Department of Ophthalmology, Shijiazhuang People's Hospital (Shijiazhuang No. 1 Hospital), Shijiazhuang, China.
Eur J Ophthalmol. 2021 Nov;31(6):3042-3048. doi: 10.1177/1120672120983234. Epub 2020 Dec 18.
Filtration in the area subjected to CO laser-assisted sclerectomy surgery (CLASS) is described using ultrasound biomicroscopy (UBM) and the clinical grading scale to evaluate the mechanism of intraocular pressure (IOP) reduction.

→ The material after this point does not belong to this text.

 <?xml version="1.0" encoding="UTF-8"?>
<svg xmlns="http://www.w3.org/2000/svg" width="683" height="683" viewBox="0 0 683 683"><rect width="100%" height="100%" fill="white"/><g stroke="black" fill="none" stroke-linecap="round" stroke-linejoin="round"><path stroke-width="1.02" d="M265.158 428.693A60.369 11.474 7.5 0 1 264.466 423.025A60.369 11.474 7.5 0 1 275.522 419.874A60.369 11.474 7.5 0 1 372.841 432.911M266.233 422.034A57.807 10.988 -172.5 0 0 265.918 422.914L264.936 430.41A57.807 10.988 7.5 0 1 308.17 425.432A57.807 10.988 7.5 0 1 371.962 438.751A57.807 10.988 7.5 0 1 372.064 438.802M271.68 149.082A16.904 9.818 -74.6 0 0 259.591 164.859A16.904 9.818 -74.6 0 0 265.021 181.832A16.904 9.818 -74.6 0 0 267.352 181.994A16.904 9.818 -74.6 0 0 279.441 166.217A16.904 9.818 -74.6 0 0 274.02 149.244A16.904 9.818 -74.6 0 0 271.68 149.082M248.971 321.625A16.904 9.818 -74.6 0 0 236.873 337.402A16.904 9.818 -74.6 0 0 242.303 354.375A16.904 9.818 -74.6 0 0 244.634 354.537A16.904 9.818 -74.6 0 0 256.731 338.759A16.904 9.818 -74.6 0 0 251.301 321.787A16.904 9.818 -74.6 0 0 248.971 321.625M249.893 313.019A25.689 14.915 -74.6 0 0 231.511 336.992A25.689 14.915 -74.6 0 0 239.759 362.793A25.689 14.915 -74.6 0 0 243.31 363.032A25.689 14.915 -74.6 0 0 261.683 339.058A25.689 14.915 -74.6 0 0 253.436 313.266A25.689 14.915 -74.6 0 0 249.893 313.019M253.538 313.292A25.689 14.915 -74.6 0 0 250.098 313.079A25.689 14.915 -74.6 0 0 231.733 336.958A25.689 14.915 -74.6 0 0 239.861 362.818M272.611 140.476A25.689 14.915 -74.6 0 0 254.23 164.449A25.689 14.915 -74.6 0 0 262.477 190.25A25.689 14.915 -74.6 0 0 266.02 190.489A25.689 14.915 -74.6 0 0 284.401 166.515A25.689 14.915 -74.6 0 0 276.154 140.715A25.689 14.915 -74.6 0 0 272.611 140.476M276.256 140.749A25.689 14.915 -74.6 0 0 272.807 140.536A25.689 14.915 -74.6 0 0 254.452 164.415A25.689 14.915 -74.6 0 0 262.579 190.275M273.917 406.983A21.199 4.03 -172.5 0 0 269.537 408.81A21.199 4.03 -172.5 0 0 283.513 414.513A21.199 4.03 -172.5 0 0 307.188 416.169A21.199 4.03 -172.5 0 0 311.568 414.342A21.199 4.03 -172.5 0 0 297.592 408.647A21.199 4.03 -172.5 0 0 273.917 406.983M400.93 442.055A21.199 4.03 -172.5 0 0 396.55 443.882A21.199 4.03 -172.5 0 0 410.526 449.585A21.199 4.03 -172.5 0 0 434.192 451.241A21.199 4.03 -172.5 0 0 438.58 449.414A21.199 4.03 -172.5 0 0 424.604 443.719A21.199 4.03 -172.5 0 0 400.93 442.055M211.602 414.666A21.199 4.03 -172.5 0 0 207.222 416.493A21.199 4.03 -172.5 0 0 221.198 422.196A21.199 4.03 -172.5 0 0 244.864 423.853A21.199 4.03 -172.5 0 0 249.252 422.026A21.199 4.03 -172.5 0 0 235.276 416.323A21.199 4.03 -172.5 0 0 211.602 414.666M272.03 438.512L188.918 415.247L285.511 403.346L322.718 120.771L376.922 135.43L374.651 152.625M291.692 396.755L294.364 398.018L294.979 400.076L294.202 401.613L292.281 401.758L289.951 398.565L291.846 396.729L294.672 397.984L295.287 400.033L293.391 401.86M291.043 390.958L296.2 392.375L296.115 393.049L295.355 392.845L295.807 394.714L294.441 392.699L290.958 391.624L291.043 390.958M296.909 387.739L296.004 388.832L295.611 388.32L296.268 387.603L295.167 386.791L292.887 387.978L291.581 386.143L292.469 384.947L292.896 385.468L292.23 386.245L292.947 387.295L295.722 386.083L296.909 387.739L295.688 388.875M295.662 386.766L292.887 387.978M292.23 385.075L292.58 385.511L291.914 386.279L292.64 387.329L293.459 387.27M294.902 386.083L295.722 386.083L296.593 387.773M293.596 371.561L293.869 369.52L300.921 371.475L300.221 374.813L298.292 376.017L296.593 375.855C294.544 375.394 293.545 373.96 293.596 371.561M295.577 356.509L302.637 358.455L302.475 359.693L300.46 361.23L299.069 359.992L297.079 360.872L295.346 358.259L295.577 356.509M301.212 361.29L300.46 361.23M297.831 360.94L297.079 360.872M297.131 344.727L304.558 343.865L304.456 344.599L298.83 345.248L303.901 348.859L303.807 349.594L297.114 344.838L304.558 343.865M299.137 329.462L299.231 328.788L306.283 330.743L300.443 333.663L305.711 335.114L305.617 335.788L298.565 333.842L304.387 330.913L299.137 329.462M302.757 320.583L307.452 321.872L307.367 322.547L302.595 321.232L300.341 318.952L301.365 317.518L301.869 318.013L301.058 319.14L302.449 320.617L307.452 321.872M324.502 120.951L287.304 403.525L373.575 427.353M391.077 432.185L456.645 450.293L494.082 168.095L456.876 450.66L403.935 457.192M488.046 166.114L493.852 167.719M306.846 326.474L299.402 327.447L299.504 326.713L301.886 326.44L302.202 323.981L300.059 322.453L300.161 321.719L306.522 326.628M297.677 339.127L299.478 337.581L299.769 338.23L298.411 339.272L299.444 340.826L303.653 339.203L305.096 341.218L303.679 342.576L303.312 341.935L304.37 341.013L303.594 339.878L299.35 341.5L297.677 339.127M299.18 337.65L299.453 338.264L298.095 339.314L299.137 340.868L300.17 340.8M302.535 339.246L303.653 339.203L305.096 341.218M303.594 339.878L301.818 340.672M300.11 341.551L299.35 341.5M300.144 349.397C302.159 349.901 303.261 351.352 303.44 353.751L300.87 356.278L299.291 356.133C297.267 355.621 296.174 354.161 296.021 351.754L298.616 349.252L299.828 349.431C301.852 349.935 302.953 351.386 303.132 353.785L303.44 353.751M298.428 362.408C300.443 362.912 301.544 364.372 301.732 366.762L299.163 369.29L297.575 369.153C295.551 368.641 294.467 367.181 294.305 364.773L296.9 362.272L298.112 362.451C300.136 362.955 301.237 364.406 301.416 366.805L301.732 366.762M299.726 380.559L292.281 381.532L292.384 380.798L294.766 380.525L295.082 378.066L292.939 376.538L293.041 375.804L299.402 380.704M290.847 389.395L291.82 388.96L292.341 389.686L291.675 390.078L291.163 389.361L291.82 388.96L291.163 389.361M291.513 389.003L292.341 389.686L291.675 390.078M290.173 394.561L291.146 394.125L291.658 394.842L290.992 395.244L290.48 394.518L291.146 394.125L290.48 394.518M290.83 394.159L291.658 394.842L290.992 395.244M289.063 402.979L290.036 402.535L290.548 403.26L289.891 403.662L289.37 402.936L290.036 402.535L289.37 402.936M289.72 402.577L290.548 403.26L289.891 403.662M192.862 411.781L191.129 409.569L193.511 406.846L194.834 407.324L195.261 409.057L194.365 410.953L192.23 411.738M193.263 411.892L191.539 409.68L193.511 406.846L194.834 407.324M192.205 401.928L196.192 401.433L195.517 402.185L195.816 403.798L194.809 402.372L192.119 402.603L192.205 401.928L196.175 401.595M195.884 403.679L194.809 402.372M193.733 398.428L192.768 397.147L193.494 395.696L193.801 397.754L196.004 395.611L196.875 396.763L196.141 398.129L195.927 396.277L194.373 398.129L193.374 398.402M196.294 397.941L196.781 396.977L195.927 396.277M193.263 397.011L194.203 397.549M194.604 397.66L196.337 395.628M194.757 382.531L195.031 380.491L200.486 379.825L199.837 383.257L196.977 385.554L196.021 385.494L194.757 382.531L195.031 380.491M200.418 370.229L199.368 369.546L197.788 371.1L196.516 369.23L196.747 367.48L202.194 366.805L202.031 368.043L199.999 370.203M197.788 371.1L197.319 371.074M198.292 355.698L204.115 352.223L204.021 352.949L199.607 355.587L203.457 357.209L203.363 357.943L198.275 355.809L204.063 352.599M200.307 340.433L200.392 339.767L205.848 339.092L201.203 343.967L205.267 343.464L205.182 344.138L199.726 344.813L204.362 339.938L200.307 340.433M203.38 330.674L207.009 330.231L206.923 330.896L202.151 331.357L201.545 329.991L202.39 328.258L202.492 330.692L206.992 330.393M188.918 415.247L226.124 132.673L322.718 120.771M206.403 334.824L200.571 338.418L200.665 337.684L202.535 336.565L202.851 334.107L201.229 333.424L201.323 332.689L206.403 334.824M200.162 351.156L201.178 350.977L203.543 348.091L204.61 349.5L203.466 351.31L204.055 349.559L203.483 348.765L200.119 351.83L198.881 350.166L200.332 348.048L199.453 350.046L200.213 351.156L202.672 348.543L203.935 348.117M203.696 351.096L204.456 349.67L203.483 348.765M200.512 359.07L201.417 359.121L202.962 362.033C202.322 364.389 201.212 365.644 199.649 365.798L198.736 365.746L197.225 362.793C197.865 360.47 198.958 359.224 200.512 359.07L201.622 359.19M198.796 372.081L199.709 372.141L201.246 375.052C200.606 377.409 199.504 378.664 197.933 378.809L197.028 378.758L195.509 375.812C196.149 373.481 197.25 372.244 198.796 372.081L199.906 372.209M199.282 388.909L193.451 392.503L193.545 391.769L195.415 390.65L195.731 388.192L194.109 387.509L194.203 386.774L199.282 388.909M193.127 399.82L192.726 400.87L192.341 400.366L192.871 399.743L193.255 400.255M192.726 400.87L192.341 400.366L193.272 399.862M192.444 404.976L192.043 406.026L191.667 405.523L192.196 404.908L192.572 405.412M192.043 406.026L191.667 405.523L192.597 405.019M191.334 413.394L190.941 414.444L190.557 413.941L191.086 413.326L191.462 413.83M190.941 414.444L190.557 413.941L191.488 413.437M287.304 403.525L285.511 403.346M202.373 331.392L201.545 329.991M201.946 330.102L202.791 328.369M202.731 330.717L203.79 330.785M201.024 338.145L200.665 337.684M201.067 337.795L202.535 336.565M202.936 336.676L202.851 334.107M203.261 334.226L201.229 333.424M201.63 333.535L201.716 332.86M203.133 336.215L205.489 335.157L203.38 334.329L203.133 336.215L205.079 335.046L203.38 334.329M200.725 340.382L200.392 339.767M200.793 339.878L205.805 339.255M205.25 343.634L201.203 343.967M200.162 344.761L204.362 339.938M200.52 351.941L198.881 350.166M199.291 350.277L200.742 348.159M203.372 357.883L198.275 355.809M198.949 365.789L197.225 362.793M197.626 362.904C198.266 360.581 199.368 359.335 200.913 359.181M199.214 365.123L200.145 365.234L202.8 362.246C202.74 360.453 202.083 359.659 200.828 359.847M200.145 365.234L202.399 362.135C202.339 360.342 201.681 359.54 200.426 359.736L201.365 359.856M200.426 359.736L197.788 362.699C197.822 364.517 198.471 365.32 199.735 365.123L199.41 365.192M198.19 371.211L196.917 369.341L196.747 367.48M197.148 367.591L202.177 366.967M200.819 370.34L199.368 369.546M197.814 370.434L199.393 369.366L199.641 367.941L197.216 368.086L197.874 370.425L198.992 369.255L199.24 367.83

Twenty-eight patients with open-angle glaucoma underwent CLASS. The Indiana Bleb Appearance Grading Scale evaluation was performed 1 month after surgery to determine bleb height, extent, vascularity, and leakage. UBM was used to describe and measure the surgical area. Bleb morphology, the size of the scleral lake, scleral route, and trabeculodescemetic membrane (TDM) thickness were examined.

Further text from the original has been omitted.